** Opening SUPPLIED MATERIAL block **
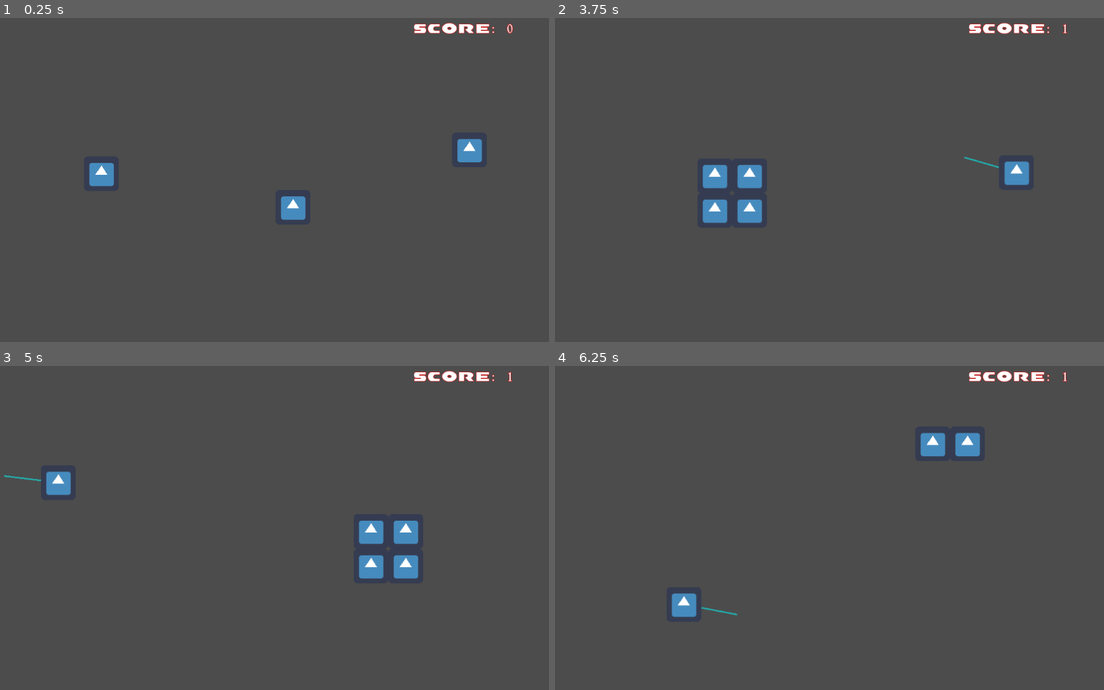
Above: before the commit, frames 1-4 (two rows, left to right).
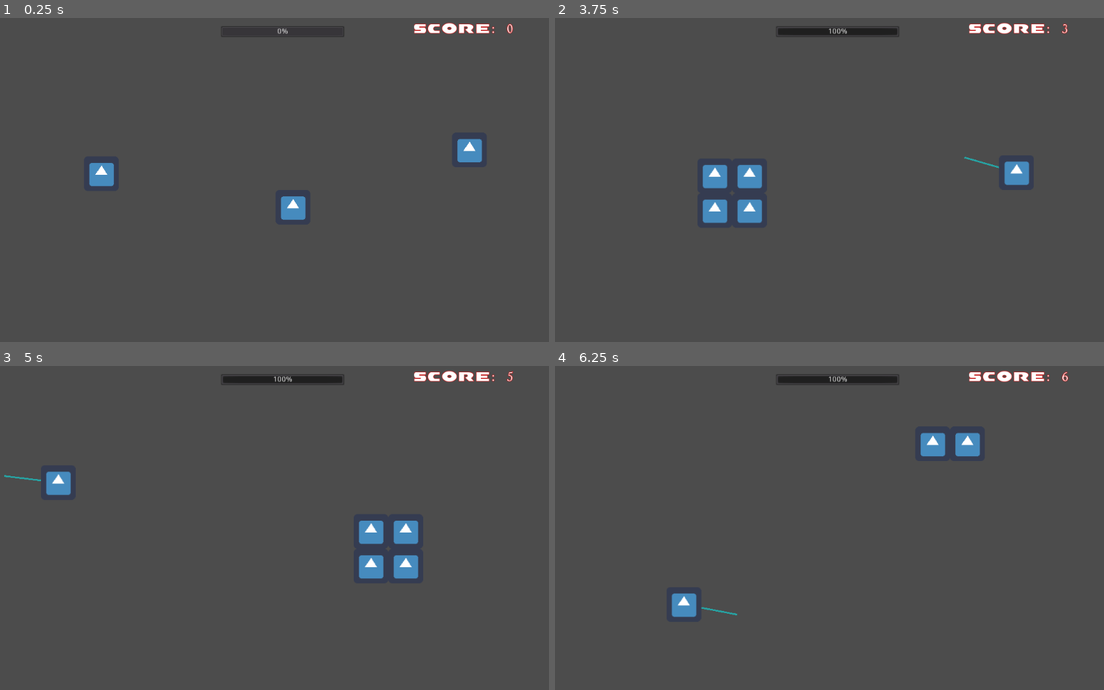
Above: after the commit, the same moments.

Repository: csweet22/FamilyFeud
Game: Godot game, scene res://Main.tscn
Same seed, same stepped clock (60 frames per second), same inputs: the game is played once before the commit and once after it. The engine's default icon, where the game draws it, is replaced by a stand-in: a white triangle on a blue panel in a dark square.
Inputs:
- Up to frame 1 (0.25 s): no input
- Up to frame 2 (3.75 s): hold D (move_right) 0.53-1.28 s; tap Space (dash) at 0.6 s; hold S (move_down) 1.28-2.03 s; tap 1 at 1.35 s; hold D (move_right) 2.03-2.78 s; hold 2 2.03-2.78 s; hold W (move_up) 2.78-3.53 s; tap 3 at 2.85 s; hold A (move_left) from 3.53 s (still down); hold 4 from 3.53 s (still down)
- Up to frame 3 (5 s): keep holding A (move_left); release 4 at 4.28 s; tap Space (dash) at 4.35 s
- Up to frame 4 (6.25 s): release A (move_left) at 5.03 s; hold S (move_down) 5.03-5.78 s; hold 1 5.03-5.78 s; hold D (move_right) from 5.78 s (still down); tap 2 at 5.85 s

The runs differ from the first frame. In frame 1, 0.1% of the frame differs, in the area x 40-63%, y 2-6%; in frame 2, 0.6%; in frame 3, 0.6%; in frame 4, 0.6%, in the area x 40-94%, y 1-6%.

Commit message:
Progress Bar

Diff:
--- a/GameManager.gd
+++ b/GameManager.gd
@@ -1,24 +1,28 @@
 extends Node
 
 
-var ms = 1
+var s = 0
 var score = 0
+var prog_time = 0
 func _on_counter_timeout():
-	score += ms
-	score = ms
+	#score += ms
+	s+=1
+	score+=1
 	pass
 
-func increase_points_per_second():
-	ms += 1
+func _process(delta):
+	$Score.set_text("SCORE:" + str(score))
+	score_multipliers()
 
-func _process(delta):
-	#if break apart signal received-> check if 2 break apart or 4
-	$Score.set_text("SCORE:" + str(score))
 
-	# Have a way to detect every time objects collide
+func score_multipliers():
+	if s >= 0 and s <180:
+		$Score/counter.wait_time = 1
+	if s > 180:
+		$Score/counter.wait_time = 0.75   #Can add more and vary values after seeing gameplay
+	elif s > 300:
+		$Score/counter.wait_time = 0.5
 
-func example():
-	$Score/counter.wait_time = 1
 
 func _on_KinematicBody2D_double_was_broken():
 	print("double broken")
@@ -26,6 +30,13 @@
 
 func _quad_was_broken():
 	print("quad broken!")
+	score += 600
 
 func _object_became_quad():
 	print("an obj has become quad!")
+	_on_ProgressTime_timeout()
+
+
+func _on_ProgressTime_timeout():
+	while $ProgressBar.value <100:
+		$ProgressBar.value += 1
--- a/GameManager.tscn
+++ b/GameManager.tscn
@@ -20,7 +20,15 @@
 custom_fonts/normal_font = SubResource( 2 )
 
 [node name="counter" type="Timer" parent="Score"]
-wait_time = 0.316
 autostart = true
 
+[node name="ProgressBar" type="ProgressBar" parent="."]
+margin_left = 413.0
+margin_top = 16.0
+margin_right = 641.0
+margin_bottom = 37.0
+
+[node name="ProgressTime" type="Timer" parent="ProgressBar"]
+
 [connection signal="timeout" from="Score/counter" to="." method="_on_counter_timeout"]
+[connection signal="timeout" from="ProgressBar/ProgressTime" to="." method="_on_ProgressTime_timeout"]
--- a/Main.tscn
+++ b/Main.tscn
@@ -25,6 +25,3 @@
 polygon = PoolVector2Array( 78, 576, 83, 22, 952, 31, 943, 576, 107, 576, 89, 646, 1073, 635, 1064, -160, -108, -153, -16, 623 )
 
 [node name="GameManager" parent="." groups=["GameManager"] instance=ExtResource( 3 )]
-
-[connection signal="double_was_broken" from="KinematicBody2D" to="GameManager" method="_on_KinematicBody2D_double_was_broken"]
-[connection signal="double_was_broken" from="KinematicBody2D2" to="GameManager" method="_on_KinematicBody2D2_double_was_broken"]
--- a/project.godot
+++ b/project.godot
@@ -16,6 +16,7 @@
 
 [autoload]
 
+Global="*res://Global.gd"
 Singleton="*res://Singleton.gd"
 
 [gui]
Not shown, added: LOJAM_2022_Simple_font_reduced_layout.tiff
** Closing SUPPLIED MATERIAL block **
= WHAT THE TASK ASKS =
Would you please restate the records word for word, excluding any images?

= EXPECTED OUTPUT =
Above: before the commit, frames 1-4 (two rows, left to right).
Above: after the commit, the same moments.

Repository: csweet22/FamilyFeud
Game: Godot game, scene res://Main.tscn
Same seed, same stepped clock (60 frames per second), same inputs: the game is played once before the commit and once after it. The engine's default icon, where the game draws it, is replaced by a stand-in: a white triangle on a blue panel in a dark square.
Inputs:
- Up to frame 1 (0.25 s): no input
- Up to frame 2 (3.75 s): hold D (move_right) 0.53-1.28 s; tap Space (dash) at 0.6 s; hold S (move_down) 1.28-2.03 s; tap 1 at 1.35 s; hold D (move_right) 2.03-2.78 s; hold 2 2.03-2.78 s; hold W (move_up) 2.78-3.53 s; tap 3 at 2.85 s; hold A (move_left) from 3.53 s (still down); hold 4 from 3.53 s (still down)
- Up to frame 3 (5 s): keep holding A (move_left); release 4 at 4.28 s; tap Space (dash) at 4.35 s
- Up to frame 4 (6.25 s): release A (move_left) at 5.03 s; hold S (move_down) 5.03-5.78 s; hold 1 5.03-5.78 s; hold D (move_right) from 5.78 s (still down); tap 2 at 5.85 s

The runs differ from the first frame. In frame 1, 0.1% of the frame differs, in the area x 40-63%, y 2-6%; in frame 2, 0.6%; in frame 3, 0.6%; in frame 4, 0.6%, in the area x 40-94%, y 1-6%.

Commit message:
Progress Bar

Diff:
--- a/GameManager.gd
+++ b/GameManager.gd
@@ -1,24 +1,28 @@
 extends Node
 
 
-var ms = 1
+var s = 0
 var score = 0
+var prog_time = 0
 func _on_counter_timeout():
-	score += ms
-	score = ms
+	#score += ms
+	s+=1
+	score+=1
 	pass
 
-func increase_points_per_second():
-	ms += 1
+func _process(delta):
+	$Score.set_text("SCORE:" + str(score))
+	score_multipliers()
 
-func _process(delta):
-	#if break apart signal received-> check if 2 break apart or 4
-	$Score.set_text("SCORE:" + str(score))
 
-	# Have a way to detect every time objects collide
+func score_multipliers():
+	if s >= 0 and s <180:
+		$Score/counter.wait_time = 1
+	if s > 180:
+		$Score/counter.wait_time = 0.75   #Can add more and vary values after seeing gameplay
+	elif s > 300:
+		$Score/counter.wait_time = 0.5
 
-func example():
-	$Score/counter.wait_time = 1
 
 func _on_KinematicBody2D_double_was_broken():
 	print("double broken")
@@ -26,6 +30,13 @@
 
 func _quad_was_broken():
 	print("quad broken!")
+	score += 600
 
 func _object_became_quad():
 	print("an obj has become quad!")
+	_on_ProgressTime_timeout()
+
+
+func _on_ProgressTime_timeout():
+	while $ProgressBar.value <100:
+		$ProgressBar.value += 1
--- a/GameManager.tscn
+++ b/GameManager.tscn
@@ -20,7 +20,15 @@
 custom_fonts/normal_font = SubResource( 2 )
 
 [node name="counter" type="Timer" parent="Score"]
-wait_time = 0.316
 autostart = true
 
+[node name="ProgressBar" type="ProgressBar" parent="."]
+margin_left = 413.0
+margin_top = 16.0
+margin_right = 641.0
+margin_bottom = 37.0
+
+[node name="ProgressTime" type="Timer" parent="ProgressBar"]
+
 [connection signal="timeout" from="Score/counter" to="." method="_on_counter_timeout"]
+[connection signal="timeout" from="ProgressBar/ProgressTime" to="." method="_on_ProgressTime_timeout"]
--- a/Main.tscn
+++ b/Main.tscn
@@ -25,6 +25,3 @@
 polygon = PoolVector2Array( 78, 576, 83, 22, 952, 31, 943, 576, 107, 576, 89, 646, 1073, 635, 1064, -160, -108, -153, -16, 623 )
 
 [node name="GameManager" parent="." groups=["GameManager"] instance=ExtResource( 3 )]
-
-[connection signal="double_was_broken" from="KinematicBody2D" to="GameManager" method="_on_KinematicBody2D_double_was_broken"]
-[connection signal="double_was_broken" from="KinematicBody2D2" to="GameManager" method="_on_KinematicBody2D2_double_was_broken"]
--- a/project.godot
+++ b/project.godot
@@ -16,6 +16,7 @@
 
 [autoload]
 
+Global="*res://Global.gd"
 Singleton="*res://Singleton.gd"
 
 [gui]
Not shown, added: LOJAM_2022_Simple_font_reduced_layout.tiff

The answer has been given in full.